Hoofdstuk 11: Media en communicatie. Flashcards
(28 cards)
Beeldvorming
Mentaal beeld van een bepaald onderwerp.
Coderen
Boodschap in een bepaalde code zetten
Correspondent
Journalist die verslag uitbrengt van gebeurtenissen in het buitenland en daar woont of voor een langere periode verblijft.
Decoderen
Boodschap ‘ontcijferen’
Deepfakevideo
Video waarbij met artificiële beelden zijn gemaakt die niet echt zijn maar waarheidsgetrouw overkomen.
Eindredacteur
Journalist die in overleg met de redactie bepaalt welke onderwerpen in een nieuwsuitzending of krant komen.
Ehos
Begrip dat de geloofwaardigheid en de mate van autoriteit van de spreker omvat.
False balancing
Veronderstelling dat bij de behandeling van onderwerpen in de media de verschillende partijen evenveel gewicht hebben, terwijl dat in werkelijkheid niet zo is.
Framing
De manier waarop de media een boodschap met woorden en beelden verpakken.
Freelancejournalist
Journalist die niet verbonden is aan een krant of zender, maar die per artikel of woord wordt betaald.
Gatekeeper
Professional uit de media of expert uit een vakgebied, die de informatiestroom controleert en opinies beïnvloedt.
Hoofdredacteur
Journalist die zich als leiding van de redactie hoofdzakelijk bezighoudt met de inhoudelijke coördinatie en het redactiebeleid.

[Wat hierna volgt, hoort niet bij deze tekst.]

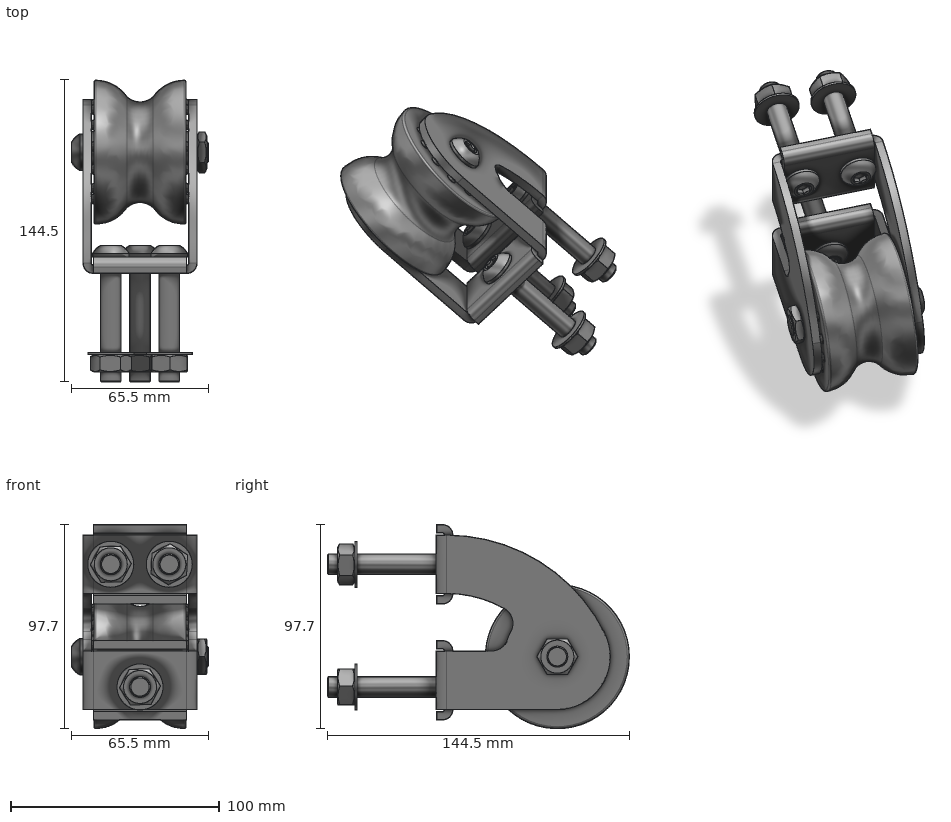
import cadquery as cq
import math


sheet = 4.0
bend_inner = 1.0
bend_outer = bend_inner + sheet
bracket_width = 54.6
web_front = -58.0
web_back = web_front + sheet
cheek_inner = bracket_width / 2 - sheet
hub_radius = 25.3
arm_height = 28.0
upper_top = 58.2
upper_bottom = upper_top - arm_height
lower_bottom = -hub_radius
lower_top = lower_bottom + arm_height
throat_fillet = 8.0
arch_y = web_front + bend_outer
arch_outer = (arch_y**2 + upper_top**2 - hub_radius**2) / (2 * (upper_top - hub_radius))
arch_inner = arch_outer - arm_height
arch_z = upper_top - arch_outer

backing_width = bracket_width - 2 * bend_outer
backing_back = web_back + sheet
lip_setback = 0.3
lip_front = web_front + lip_setback

roller_radius = 34.5
roller_half = 22.0
rim_round = 1.0
flank_half = 6.3
flank_radius = 26.6
flank_mid = (12.9, 32.4)
groove_radius = 24.1
side_washer_radius = 10.0

ball_radius = 2.5
ball_count = 13
ball_pitch_radius = 23.0
ball_x = 21.5

bolt_diameter = 10.0
bolt_length = 60.0
tip_chamfer = 0.6
head_radius = 8.75
head_height = 5.5
head_lip = 1.5
head_flat_radius = 4.85
socket_flats = 6.0
socket_depth = 3.0
socket_point_angle = 30.0
socket_mouth_radius = 3.7
half_hexagon_turn = 30.0
nut_flats = 17.0
nut_face_radius = 7.9
nut_chamfer_angle = 30.0
nut_height = 8.4
thin_nut_height = 4.7
washer_diameter = 22.0
washer_thickness = 1.1
nut_end_to_tip = 4.75
clearance_hole = 12.0
clearance_hole_z = -13.0

bolt_spacing = 28.0
upper_bolt_z = upper_top - arm_height / 2
lower_bolt_z = -14.5
mounting_bolts = [
    (-bolt_spacing / 2, upper_bolt_z, 1.7),
    (bolt_spacing / 2, upper_bolt_z, 87.5),
    (0.0, lower_bolt_z, 2.5),
]


def polar(center, radius, angle):
    """Point at an angle (radians) on a circle."""
    return (center[0] + radius * math.cos(angle), center[1] + radius * math.sin(angle))


def direction(start, end):
    """Angle of the line from start to end."""
    return math.atan2(end[1] - start[1], end[0] - start[0])


def cheek_outline():
    """Side outline in the YZ plane, extended straight to the web front."""
    axle = (0.0, 0.0)
    arch = (arch_y, arch_z)
    reach = hub_radius + throat_fillet

    low_z = lower_top + throat_fillet
    low = (-math.sqrt(reach**2 - low_z**2), low_z)
    span = math.hypot(*arch)
    to_arch = arch_inner - throat_fillet
    cosine = (reach**2 + span**2 - to_arch**2) / (2 * reach * span)
    high = polar(axle, reach, direction(axle, arch) - math.acos(cosine))

    hub_end = direction(arch, axle)
    high_arch = direction(arch, high)
    high_hub = direction(high, axle)
    low_hub = direction(low, axle)
    low_dir = direction(axle, low)
    high_dir = direction(axle, high)
    up = math.pi / 2
    down = -math.pi / 2

    def arc(path, center, radius, start, end):
        middle = polar(center, radius, (start + end) / 2)
        return path.threePointArc(middle, polar(center, radius, end))

    path = cq.Workplane("YZ").moveTo(web_front, lower_bottom).lineTo(0, lower_bottom)
    path = arc(path, axle, hub_radius, down, hub_end)
    path = arc(path, arch, arch_outer, hub_end, up)
    path = path.lineTo(web_front, upper_top).lineTo(web_front, upper_bottom)
    path = path.lineTo(arch_y, upper_bottom)
    path = arc(path, arch, arch_inner, up, high_arch)
    path = arc(path, high, throat_fillet, high_arch, high_hub)
    path = arc(path, axle, hub_radius, high_dir, low_dir)
    path = arc(path, low, throat_fillet, low_hub, down)
    return path.lineTo(web_front, lower_top).close()


def bracket():
    """U-bent sheet trimmed to the cheek outline."""
    depth = hub_radius - web_front
    height = upper_top - lower_bottom

    def block(width, front, radius):
        return (
            cq.Workplane("XY")
            .box(width, depth, height, centered=(True, False, False))
            .edges("|Z and <Y")
            .fillet(radius)
            .translate((0, front, lower_bottom))
        )

    channel = block(bracket_width, web_front, bend_outer).cut(block(2 * cheek_inner, web_back, bend_inner))
    body = channel.intersect(cheek_outline().extrude(bracket_width / 2, both=True))
    hole = (
        cq.Workplane("XZ", origin=(0, web_back, clearance_hole_z))
        .circle(clearance_hole / 2)
        .extrude(sheet)
    )
    return body.cut(hole)


def backing_plate(bottom, top):
    """Plate behind one arm of the web with both long edges curled forward."""
    middle = (bottom + top) / 2
    bend_y = web_back - bend_inner
    diagonal = math.sqrt(0.5)
    outer_mid = (bend_y + bend_outer * diagonal, top + bend_outer * diagonal)
    inner_mid = (bend_y + bend_inner * diagonal, top + bend_inner * diagonal)
    upper_half = (
        cq.Workplane("YZ")
        .moveTo(backing_back, middle)
        .lineTo(backing_back, top)
        .threePointArc(outer_mid, (bend_y, top + bend_outer))
        .lineTo(lip_front, top + bend_outer)
        .lineTo(lip_front, top + bend_inner)
        .lineTo(bend_y, top + bend_inner)
        .threePointArc(inner_mid, (web_back, top))
        .lineTo(web_back, middle)
        .close()
        .extrude(backing_width / 2, both=True)
    )
    return upper_half.union(upper_half.mirror("XY", (0, 0, middle)))


def roller():
    """Grooved roller with its side washers, turned about X."""
    rim_half = roller_half - rim_round
    rim_end = roller_radius - rim_round
    body = (
        cq.Workplane("XY")
        .moveTo(-roller_half, 0)
        .lineTo(-roller_half, rim_end)
        .radiusArc((-rim_half, roller_radius), rim_round)
        .threePointArc((-flank_mid[0], flank_mid[1]), (-flank_half, flank_radius))
        .threePointArc((0, groove_radius), (flank_half, flank_radius))
        .threePointArc(flank_mid, (rim_half, roller_radius))
        .radiusArc((roller_half, rim_end), rim_round)
        .lineTo(roller_half, 0)
        .close()
        .revolve(360, (0, 0, 0), (1, 0, 0))
    )
    washers = cq.Workplane("YZ").circle(side_washer_radius).extrude(cheek_inner, both=True)
    return body.union(washers)


def ball_rings():
    """Balls standing out of both roller ends and bearing on the cheeks."""
    balls = []
    for side in (-1, 1):
        for index in range(ball_count):
            y, z = polar((0, 0), ball_pitch_radius, 2 * math.pi * index / ball_count)
            ball = cq.Workplane("XY").sphere(ball_radius).translate((side * ball_x, y, z))
            balls.append(ball.val())
    return balls


def bolt():
    """Button-head bolt along Z, head underside at Z = 0 and tip at +Z."""
    lip_square = head_radius**2 + head_lip**2
    flat_square = head_flat_radius**2 + head_height**2
    dome_center = (flat_square - lip_square) / (2 * (head_height - head_lip))
    dome_radius = math.hypot(head_radius, head_lip - dome_center)
    dome_mid_r = (head_radius + head_flat_radius) / 2
    dome_mid_z = dome_center + math.sqrt(dome_radius**2 - dome_mid_r**2)
    head = (
        cq.Workplane("XZ")
        .lineTo(head_radius, 0)
        .lineTo(head_radius, -head_lip)
        .threePointArc((dome_mid_r, -dome_mid_z), (head_flat_radius, -head_height))
        .lineTo(0, -head_height)
        .close()
        .revolve(360, (0, 0, 0), (0, 1, 0))
    )
    shank = cq.Workplane("XY").circle(bolt_diameter / 2).extrude(bolt_length).faces(">Z").chamfer(tip_chamfer)
    socket_corner = socket_flats / math.sqrt(3)
    point_radius = socket_flats / 2
    point_depth = point_radius * math.tan(math.radians(socket_point_angle))
    socket_bottom = cq.Vector(0, 0, socket_depth - head_height)
    socket = (
        cq.Workplane("XY", origin=(0, 0, -head_height))
        .transformed(rotate=(0, 0, half_hexagon_turn))
        .polygon(6, 2 * socket_corner)
        .extrude(socket_depth)
    )
    drill_point = cq.Workplane(cq.Solid.makeCone(point_radius, 0, point_depth, pnt=socket_bottom))
    head_top = cq.Vector(0, 0, -head_height)
    mouth = cq.Workplane(cq.Solid.makeCone(socket_mouth_radius, 0, socket_mouth_radius, pnt=head_top))
    return head.union(shank).cut(socket).cut(drill_point).cut(mouth)


def nut(height, spin):
    """Hexagon nut standing on Z = 0, chamfered at both ends."""
    corner = nut_flats / math.sqrt(3)
    drop = (corner - nut_face_radius) * math.tan(math.radians(nut_chamfer_angle))
    envelope = (
        cq.Workplane("XZ")
        .lineTo(nut_face_radius, 0)
        .lineTo(corner, drop)
        .lineTo(corner, height - drop)
        .lineTo(nut_face_radius, height)
        .lineTo(0, height)
        .close()
        .revolve(360, (0, 0, 0), (0, 1, 0))
    )
    hexagon = cq.Workplane("XY").polygon(6, 2 * corner).extrude(height)
    return hexagon.intersect(envelope).rotate((0, 0, 0), (0, 0, 1), spin)


def mounting_fastener(x, z, spin):
    """Bolt, washer and nut pointing towards -Y."""
    nut_base = bolt_length - nut_end_to_tip - nut_height
    washer = (
        cq.Workplane("XY", origin=(0, 0, nut_base - washer_thickness))
        .circle(washer_diameter / 2)
        .extrude(washer_thickness)
    )
    stack = bolt().union(washer).union(nut(nut_height, spin).translate((0, 0, nut_base)))
    place = cq.Plane(origin=(x, backing_back, z), xDir=(1, 0, 0), normal=(0, -1, 0))
    return stack.val().moved(cq.Location(place))


def axle_fastener():
    """Axle bolt pointing towards +X with a thin nut on the far cheek."""
    stack = bolt().union(nut(thin_nut_height, 0).translate((0, 0, bracket_width)))
    place = cq.Plane(origin=(-bracket_width / 2, 0, 0), xDir=(0, 1, 0), normal=(1, 0, 0))
    return stack.val().moved(cq.Location(place))


attached = [
    backing_plate(lower_bottom, lower_top).val(),
    backing_plate(upper_bottom, upper_top).val(),
    roller().val(),
    axle_fastener(),
    *ball_rings(),
    *[mounting_fastener(x, z, spin) for x, z, spin in mounting_bolts],
]
result = cq.Workplane(bracket().val().fuse(*attached)).solids()

Interpersoonlijke communicatie
Communicatie tussen een zender en een beperkt aantal ontvangers.
Logos
Logische redenering en argumentatie bij communicatie.
Massacommunicatie
Communicatie waarbij de zender een grote groep mensen probeert te bereiken.
Nieuwsagentschap
Persagentschap, bedrijf dat informatie verzamelt en verkoopt aan andere mediabedrijven.
Nichepubliek
Ontvangers van massamedia die op specifieke doelgroepen gericht zijn.
Non-verbale communicatie
Communicatie zonder woorden, zoals gezichtsuitdrukkingen, lichaamshouding, kledij en tekens.
Onderzoeksjournalist
Journalist die zich voornamelijk bezighoudt met langduriger onderzoek naar nieuwsfeiten.
Pathos
Vermogen om een band op te bouwen met het publiek en in te spelen op de emoties van mensen.
Priming
Principe waarbij de media ons bepaalde informatie aanreiken die we daarna gebruiken om belangrijke personen te evalueren.
Ruis
Elke storende factor in het communicatieproces.
Sociale categorisering
Neiging om de bevolking op basis van de aan- of afwezigheid van bepaalde kenmerken op te delen in specifieke groepen.
Sociale media
Verzamelnaam voor alle online platformen en kanalen die interactie tussen de gebruikers mogelijk maken.